Copy each line containing the word "same" from the records that follow, please.
=-=-=
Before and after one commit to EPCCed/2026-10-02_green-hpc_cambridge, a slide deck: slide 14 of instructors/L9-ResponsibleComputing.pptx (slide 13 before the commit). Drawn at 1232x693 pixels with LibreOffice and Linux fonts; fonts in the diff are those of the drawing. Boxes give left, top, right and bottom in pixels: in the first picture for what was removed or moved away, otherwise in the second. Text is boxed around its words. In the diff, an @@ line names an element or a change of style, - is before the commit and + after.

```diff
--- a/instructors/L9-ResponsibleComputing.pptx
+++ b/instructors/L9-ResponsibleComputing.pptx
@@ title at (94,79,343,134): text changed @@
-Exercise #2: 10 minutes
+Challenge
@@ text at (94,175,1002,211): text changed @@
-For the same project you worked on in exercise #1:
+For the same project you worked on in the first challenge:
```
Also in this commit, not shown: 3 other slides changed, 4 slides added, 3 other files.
=-=-=
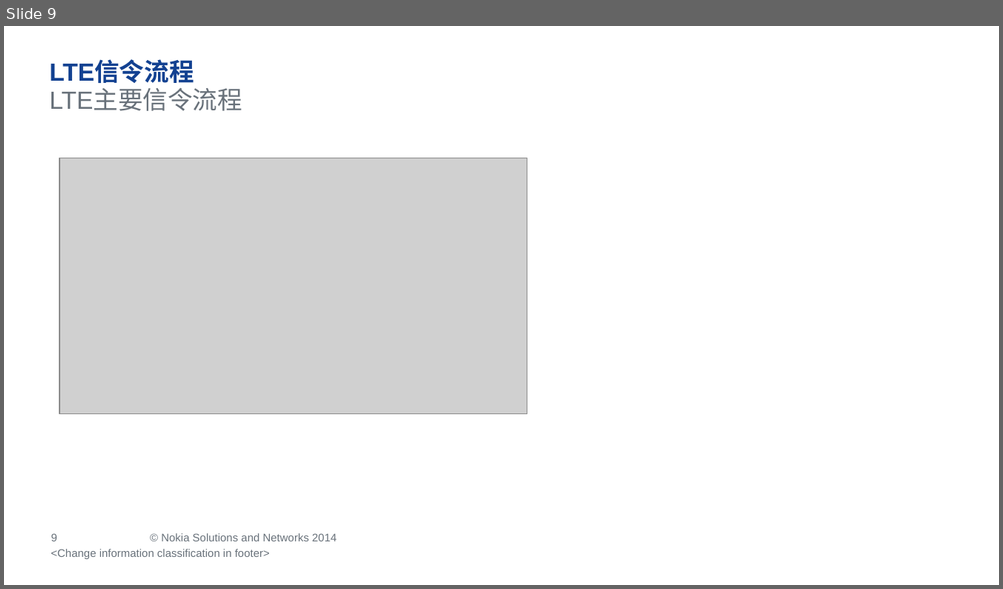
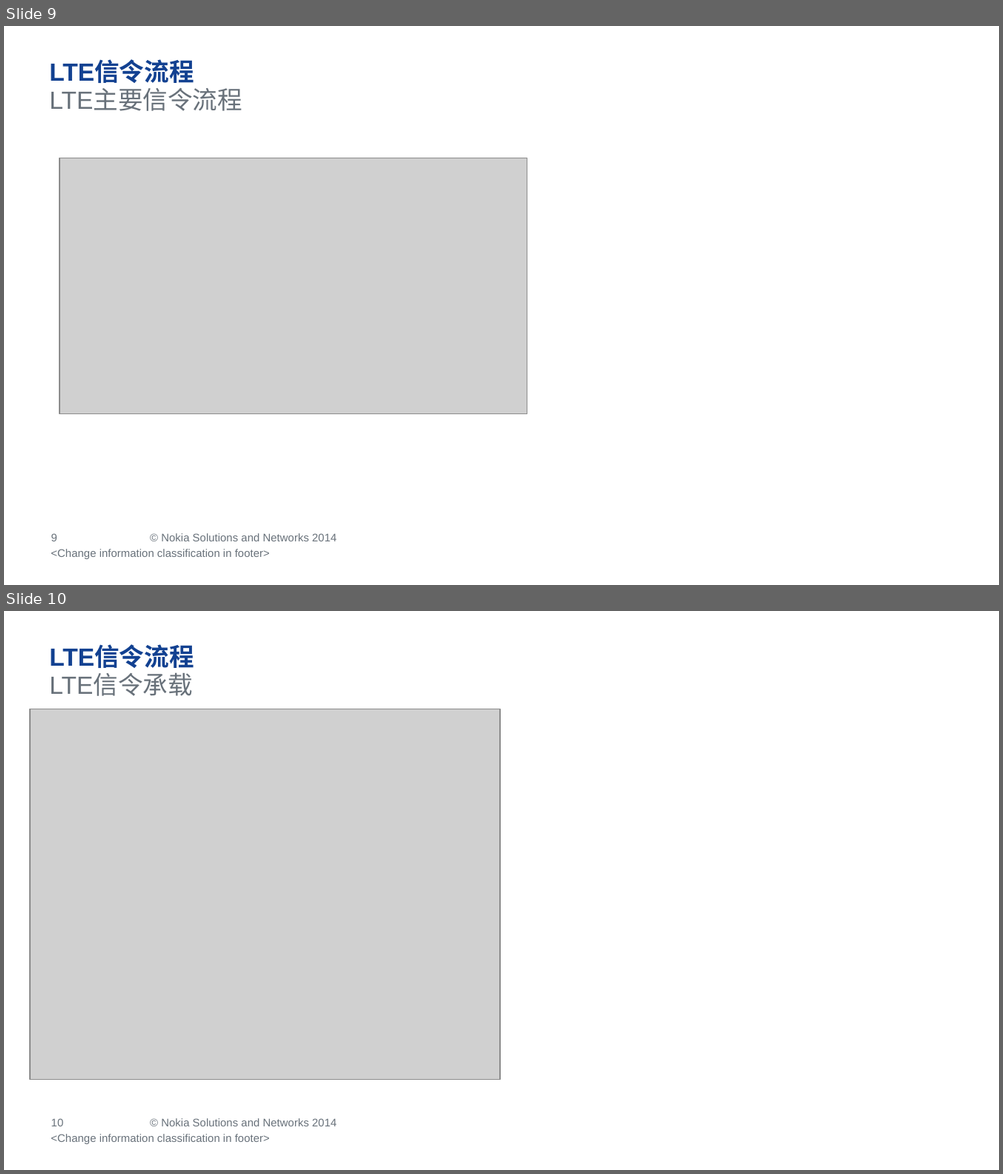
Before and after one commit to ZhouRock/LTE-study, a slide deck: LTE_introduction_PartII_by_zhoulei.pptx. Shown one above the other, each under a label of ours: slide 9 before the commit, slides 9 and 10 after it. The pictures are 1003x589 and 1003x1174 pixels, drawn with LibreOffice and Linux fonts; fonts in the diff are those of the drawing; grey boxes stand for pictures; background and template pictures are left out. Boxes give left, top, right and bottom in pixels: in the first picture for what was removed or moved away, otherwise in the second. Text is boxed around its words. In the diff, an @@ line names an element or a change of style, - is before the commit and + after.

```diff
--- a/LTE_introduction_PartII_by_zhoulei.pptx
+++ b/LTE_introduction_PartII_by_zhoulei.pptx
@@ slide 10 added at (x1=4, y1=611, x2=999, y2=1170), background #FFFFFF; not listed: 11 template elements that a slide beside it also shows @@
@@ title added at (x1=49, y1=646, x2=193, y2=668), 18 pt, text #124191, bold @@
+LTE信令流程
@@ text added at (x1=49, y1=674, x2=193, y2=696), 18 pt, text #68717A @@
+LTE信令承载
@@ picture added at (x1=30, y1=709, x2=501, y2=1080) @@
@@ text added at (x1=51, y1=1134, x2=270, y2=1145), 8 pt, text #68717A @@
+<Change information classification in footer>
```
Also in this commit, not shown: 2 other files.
=-=-=
● **Answer to this problem**:
-For the same project you worked on in exercise #1:
+For the same project you worked on in the first challenge:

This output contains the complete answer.